Look for the word "changed" in the entries and copy every line where it shows up.

━━━━━━━━━━━━━━━━

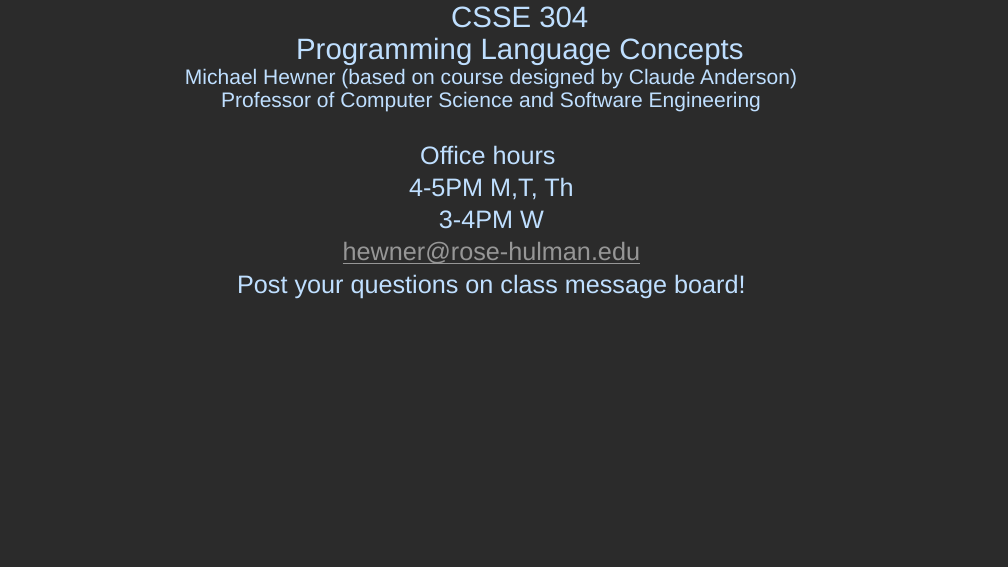
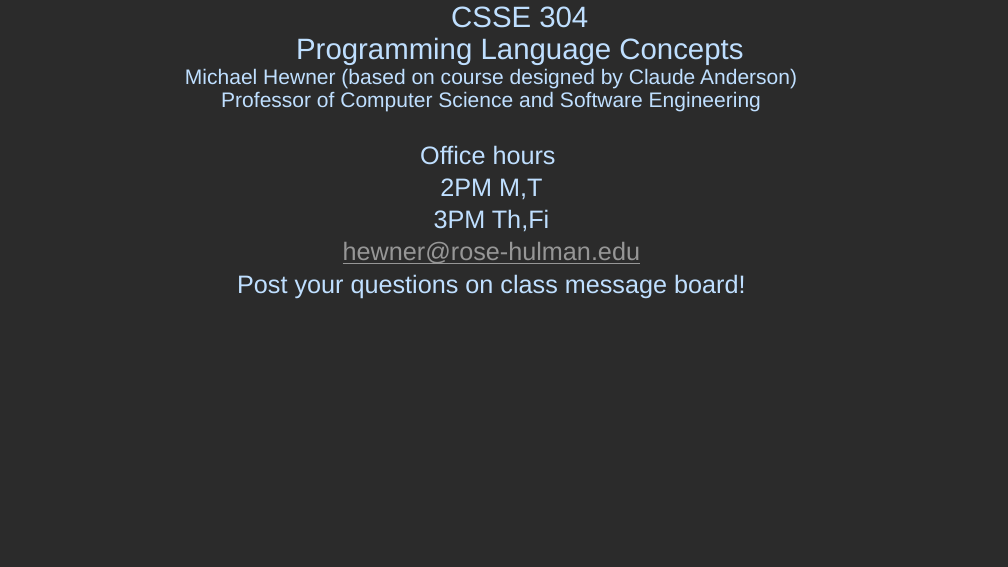
Before and after one commit to RHIT-CSSE/csse304, a slide deck: slide 1 of ClassMaterials/SchemeIntro/SchemeIntro.pptx (slide 2 before the commit). Drawn at 1008x567 pixels with LibreOffice and Linux fonts; fonts in the diff are those of the drawing; background and template pictures are left out; a plain dark background stands for a picture behind light text. Boxes give left, top, right and bottom in pixels: in the first picture for what was removed or moved away, otherwise in the second. Text is boxed around its words. In the diff, an @@ line names an element or a change of style, - is before the commit and + after.

```diff
--- a/ClassMaterials/SchemeIntro/SchemeIntro.pptx
+++ b/ClassMaterials/SchemeIntro/SchemeIntro.pptx
@@ subtitle at bbox=[434, 178, 549, 232]: text changed @@
-4-5PM M,T, Th
-3-4PM W
+2PM M,T
+3PM Th,Fi
```
Also in this commit, not shown: 1 other slide changed, 2 slides added, 3 slides removed, 2 other files.

━━━━━━━━━━━━━━━━

## Your solution
@@ subtitle at bbox=[434, 178, 549, 232]: text changed @@
Also in this commit, not shown: 1 other slide changed, 2 slides added, 3 slides removed, 2 other files.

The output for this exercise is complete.